Mi valoración: A+ (No se demore, consiga un ejemplar de este libro)

Sobre el autor: Phlip Kerr (Edimburgo, 1956 – Londres, 2018), estudió en la Universidad de Birmingham y obtuvo un máster en leyes en 1980; trabajó como redactor publicitario antes de consagrarse definitivamente a la escritura en 1989 iniciando una serie de thrillers históricos ambientados en la Alemania nazi. Es uno de los escritores de novela policiaca más aclamados de las últimas décadas.

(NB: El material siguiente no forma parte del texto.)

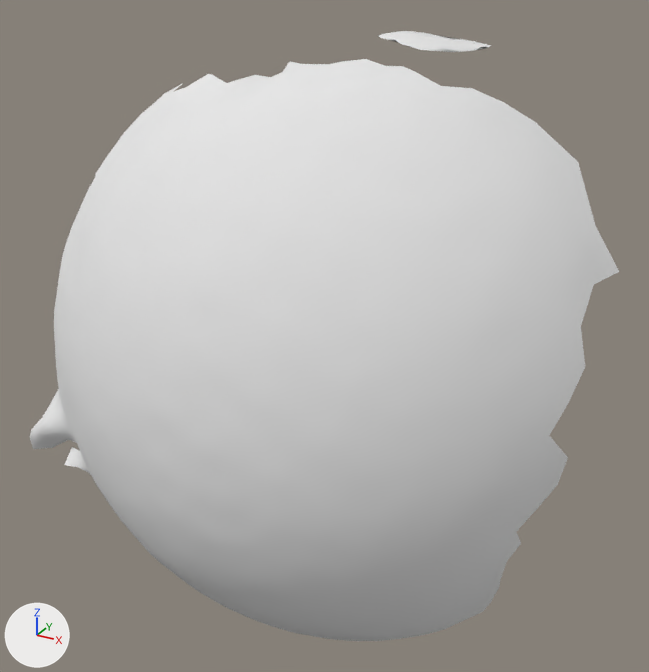
The OBJ model res/pendulum_horizontal/Pendulum_horizontal.000003.obj as it was, and as the next commit left it.
Before and after are seen from a 50 mm camera at (-73.0, 67.0, 283.0) aimed at (-249.0, 388.0, 122.0). The axes (+X, +Y, +Z) are drawn at lower left. The lights are the same throughout. Where no turn or scale is listed for an object, it has been applied to the vertices.

The first picture shows 'Pendulum_horizontal.000003'.
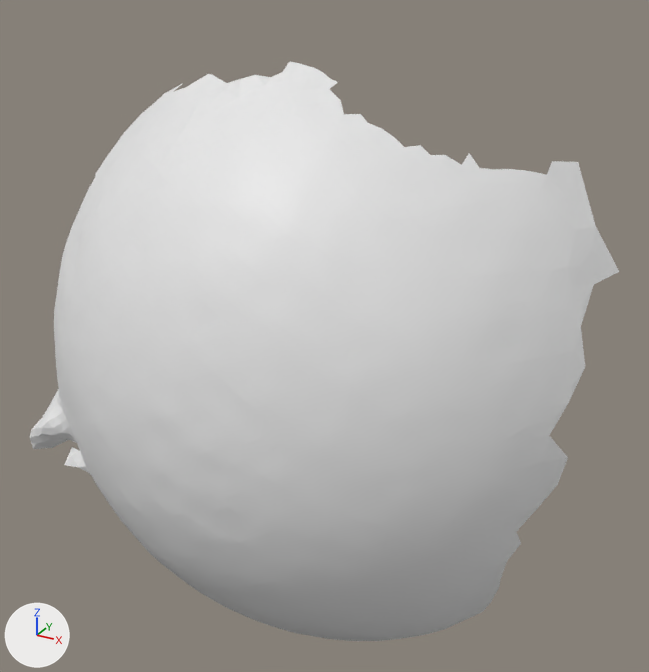
Boxes (x1, y1, x2, y2) around the edits, measured in the pictures (649 x 672 px):
'Pendulum_horizontal.000003', reshaped
    before: (30, 31, 619, 641)
    after: (30, 61, 619, 641)
part 1 of me_pendulum_horizontal_000003, deleted
    before: (377, 31, 491, 52)
part 2 of me_pendulum_horizontal_000003, deleted
    before: (303, 59, 578, 174)

Patch to the scene script:
```diff
--- a/res/pendulum_horizontal/Pendulum_horizontal.000003.obj.py
+++ b/res/pendulum_horizontal/Pendulum_horizontal.000003.obj.py
@@ me_pendulum_horizontal_000003 @@
 # used by ob_pendulum_horizontal_000003; location = (0.0, 0.0, 0.0)
-me_pendulum_horizontal_000003.from_pydata(...)  # 3657 vertices, 7182 faces; spans x -380.0..-131.0, y 296.0..453.0, z -44.0..248.0
-me_pendulum_horizontal_000003.materials.append(mat_pendulum_horizontal_000003)  # white #e7e7e7
+me_pendulum_horizontal_000003.from_pydata(...)  # 3543 vertices, 6946 faces; spans x -380.0..-131.0, y 296.0..427.0, z -44.0..239.0
+# me_pendulum_horizontal_000003 part 1: the loose piece of 30 vertices spanning x -242.0..-204.0, y 415.0..453.0, z 241.0..248.0 is deleted
+# me_pendulum_horizontal_000003 part 2
+# 84 vertices are removed from x -247.0..-166.0, y 370.0..415.0, z 209.0..241.0
+# 180 faces are deleted
```

Fue el creador de la serie sobre la Alemania nazi protagonizada por el memorable Bernie Gunther, compuesta por los siguientes títulos: Violetas de marzo (March Violets, 1989), Pálido criminal (The Pale Criminal, 1990), Réquiem alemán (A German Requiem, 1991),  Unos por otros (The One From the Other, 2006), Una llama misteriosa (A Quiet Flame, 2008), Si los muertos no resucitan (If The Dead Rise Not, 2009), Gris de campaña (Field Grey, 2010), Praga mortal (Prague Fatale, 2011), Un hombre sin aliento (A Man Without Breath, 2011), La dama de Zagreb (The Lady from Zagreb, 2015), El otro lado del silencio (The other side of silence, 2016), Azul de Prusia (Prussian Blue, 2017), Greeks Bearing Gifts (2018), todavía no publicada en español y Metropolis (2019).